Some rules require an LLM to check docstrings (e.g., docstring spelling, docstring description vs code behavior, etc.). By default **dolce** will try to run locally `qwen3:8b` model via `ollama` provider. You can visit the [Ollama](https://ollama.com/) site for installation instructions.

`qwen3:8b` has relatively good performance while fitting in an RTX 4060 GPU (8GB VRAM). However, if you want to use a different model or provider you can configure the default options in the `pyproject.toml` of your project like this:

```toml
[tool.dolce]
url = "http://localhost:11434"
model = "codestral"
provider = "ollama"
api_key = "YOUR_API_KEY_ENVIROMENT_VAR"
```

### Signature check

Signature check is done vía [docsig](https://docsig.readthedocs.io/en/latest/index.html). If you add a `[tool.docsig]` config section in your `pyproject.toml` file, **dolce** will load it to configure the signature check.

```toml
# Example from docsign documentation 
# https://docsig.readthedocs.io/en/latest/usage/configuration.html
[tool.docsig]
check-dunders = false
check-overridden = false
check-protected = false
disable = [
    "SIG101",
    "SIG102",
    "SIG402",
]
target = [
    "SIG202",
    "SIG203",
    "SIG201",
]
```

## To be implemented

- Add cache system to avoid re-checking unchanged code
- Support for ignoring specific code segments, files, directories, etc
- Support parallel requests
... much more!

---

## 📦 For Developers

Make sure you have the following tools installed before working with the project:

- [**uv**](https://docs.astral.sh/uv/) → Python project and environment management
- [**make**](https://www.gnu.org/software/make/) → run common project tasks via the `Makefile`

### Getting Started

Install dependencies into a local virtual environment:

```bash
uv sync --all-groups
```

This will create a `.venv` folder and install everything declared in `pyproject.toml`.

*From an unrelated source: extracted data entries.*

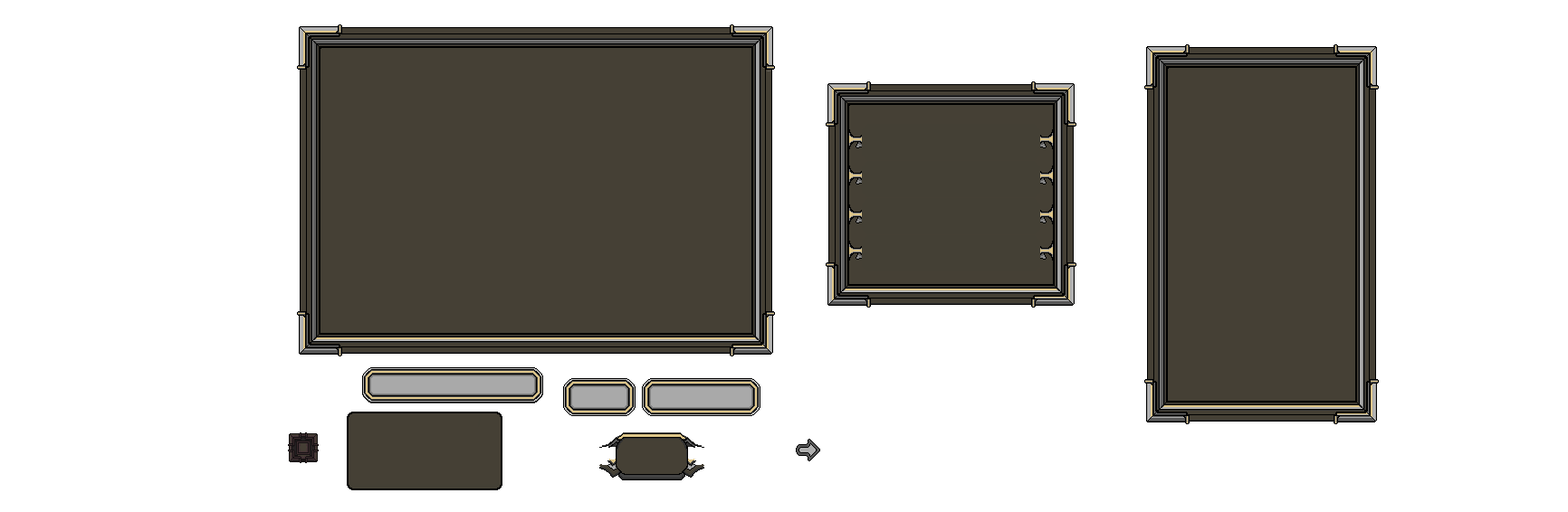
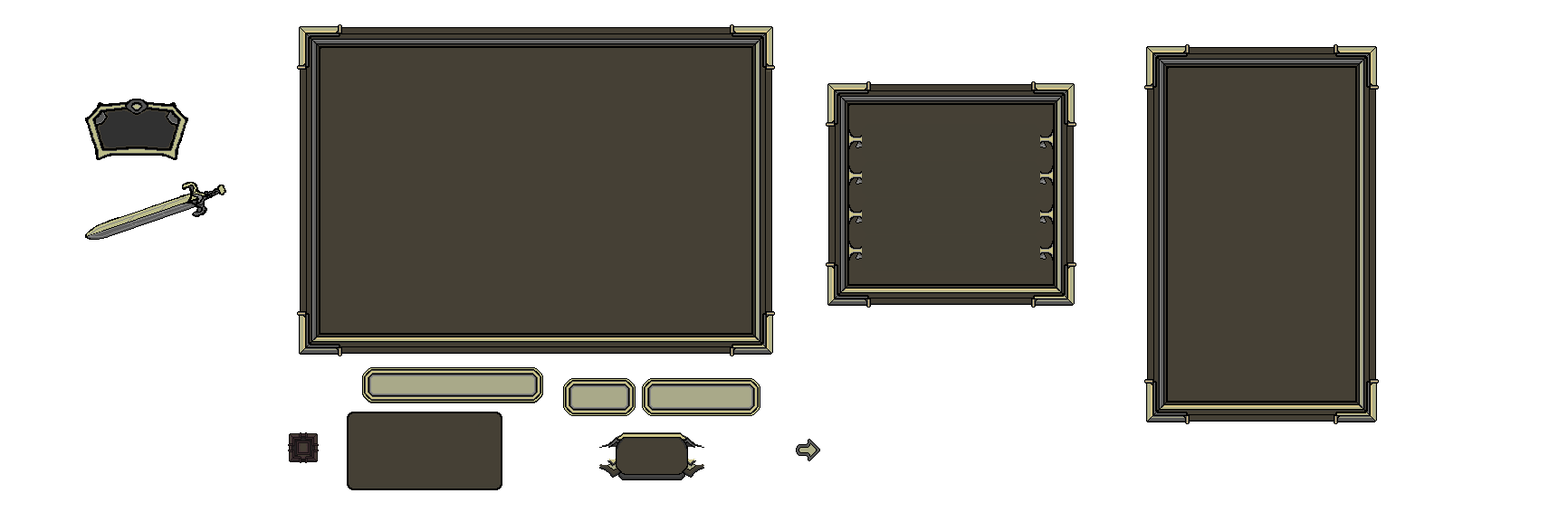
Before/after of a 1568px x 512px layered artwork. What changed in the layer stack:
painted on "Color Fill 2" over [85, 98, 227, 240]
"Color Fill 1": blend darker color → darken, painted on it over [85, 27, 1377, 470]
added layer "Layer 35" in group "UI" over [85, 98, 189, 161]
added layer "Layer 31" in group "UI" over [85, 181, 227, 240]
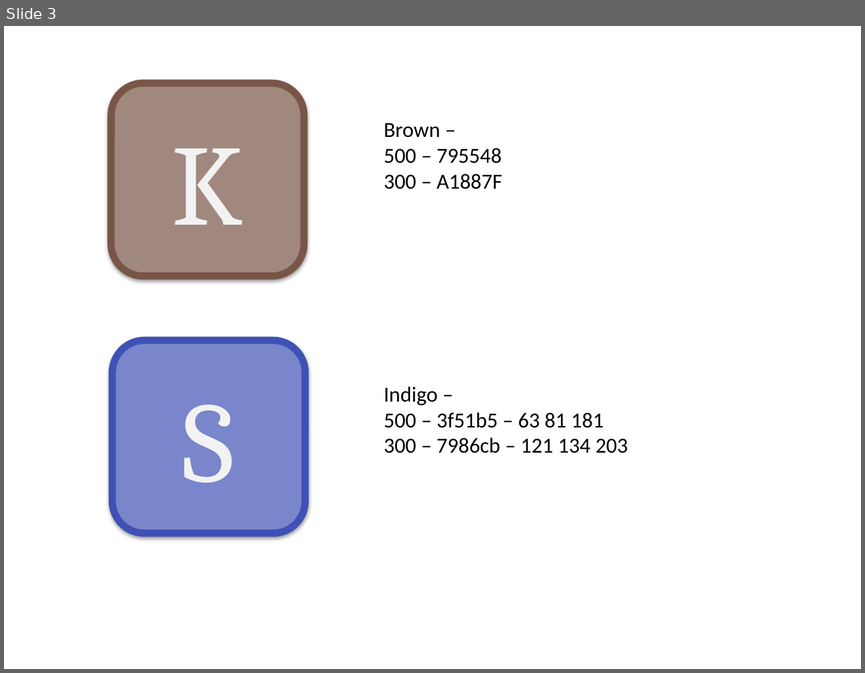
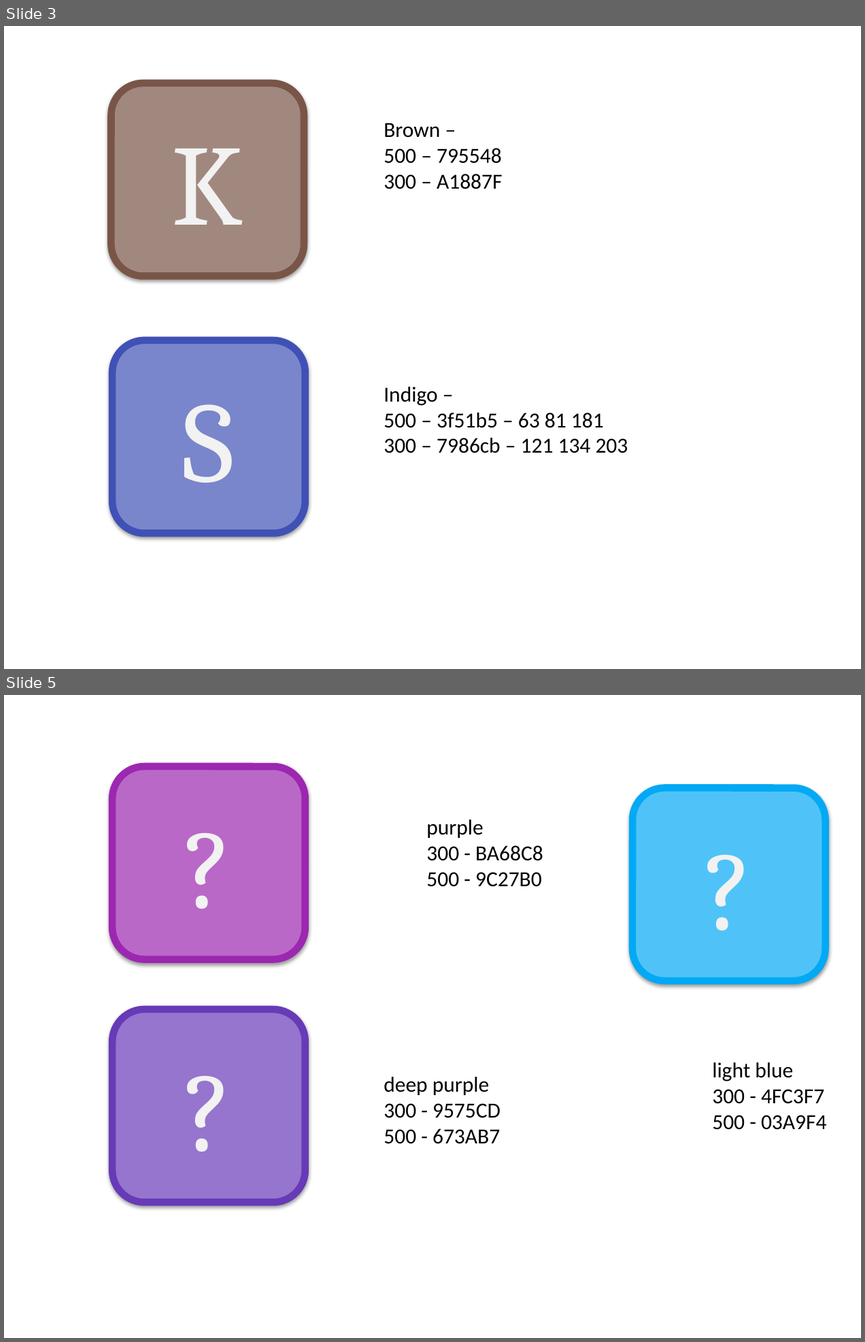
Before and after one commit to lemuelinchrist/hymnsforandroid, a slide deck: HymnIcons.pptx. Shown one above the other, each under a label of ours: slide 3 before the commit, slides 3 and 5 after it; the slides between them are not shown. The pictures are 865x673 and 865x1342 pixels, drawn with LibreOffice and Linux fonts; fonts in the diff are those of the drawing. Boxes give left, top, right and bottom in pixels: in the first picture for what was removed or moved away, otherwise in the second. Text is boxed around its words. In the diff, an @@ line names an element or a change of style, - is before the commit and + after.

```diff
--- a/HymnIcons.pptx
+++ b/HymnIcons.pptx
@@ slide 5 added at <box>4,695,861,1338</box>, background #FFFFFF @@
@@ rounded rectangle added at <box>112,766,305,959</box>, fill #BA68C8, outline #9C27B0 6 pt, 96 pt, text #F2F2F2 @@
+?
@@ rounded rectangle added at <box>632,787,825,981</box>, fill #4FC3F7, outline #03A9F4 6 pt, 96 pt, text #F2F2F2 @@
+?
@@ text added at <box>426,819,543,887</box>, 18 pt, text #000000 @@
+purple
+300 - BA68C8
+500 - 9C27B0
@@ rounded rectangle added at <box>112,1009,305,1202</box>, fill #9575CD, outline #673AB7 6 pt, 96 pt, text #F2F2F2 @@
+?
@@ text added at <box>383,1076,500,1144</box>, 18 pt, text #000000 @@
+deep purple
+300 - 9575CD
+500 - 673AB7
@@ text added at <box>712,1062,826,1130</box>, 18 pt, text #000000 @@
+light blue
+300 - 4FC3F7
+500 - 03A9F4
```
Also in this commit, not shown: 2 slides changed, 1 other slide added.

Then, you can activate the environment manually depending on your shell/OS:

- **Linux / macOS (bash/zsh):**

  ```bash
  source .venv/bin/activate
  ```

- **Windows (PowerShell):**

  ```powershell
  .venv\Scripts\Activate.ps1
  ```

- **Windows (cmd.exe):**

  ```cmd
  .venv\Scripts\activate.bat
  ```

### Running

```bash
uv run dolce check path/to/your/code
```

### Linting, Formatting, and Type Checking

```bash
make qa
```

Runs **Ruff** for linting and formatting, and **Mypy** for type checking.

### Running Unit Tests

Before running tests, override any required environment variables in the `.env.test` file.

```bash
make test
```

Executes the test suite using **Pytest**.

### Building the Project

```bash
make build
```

Generates a distribution package inside the `dist/` directory.

### Cleaning Up

```bash
make clean
```

Removes build artifacts, caches, and temporary files to keep your project directory clean.

### Building docs

```bash
make docs
```

Generates the project documentation inside the `dist/docs` folder.

When building the project (`make build`) the docs will also be generated automatically and
included in the distribution package.

## 🤝 Contributing

Contributions are welcome!
Please ensure all QA checks and tests pass before opening a pull request.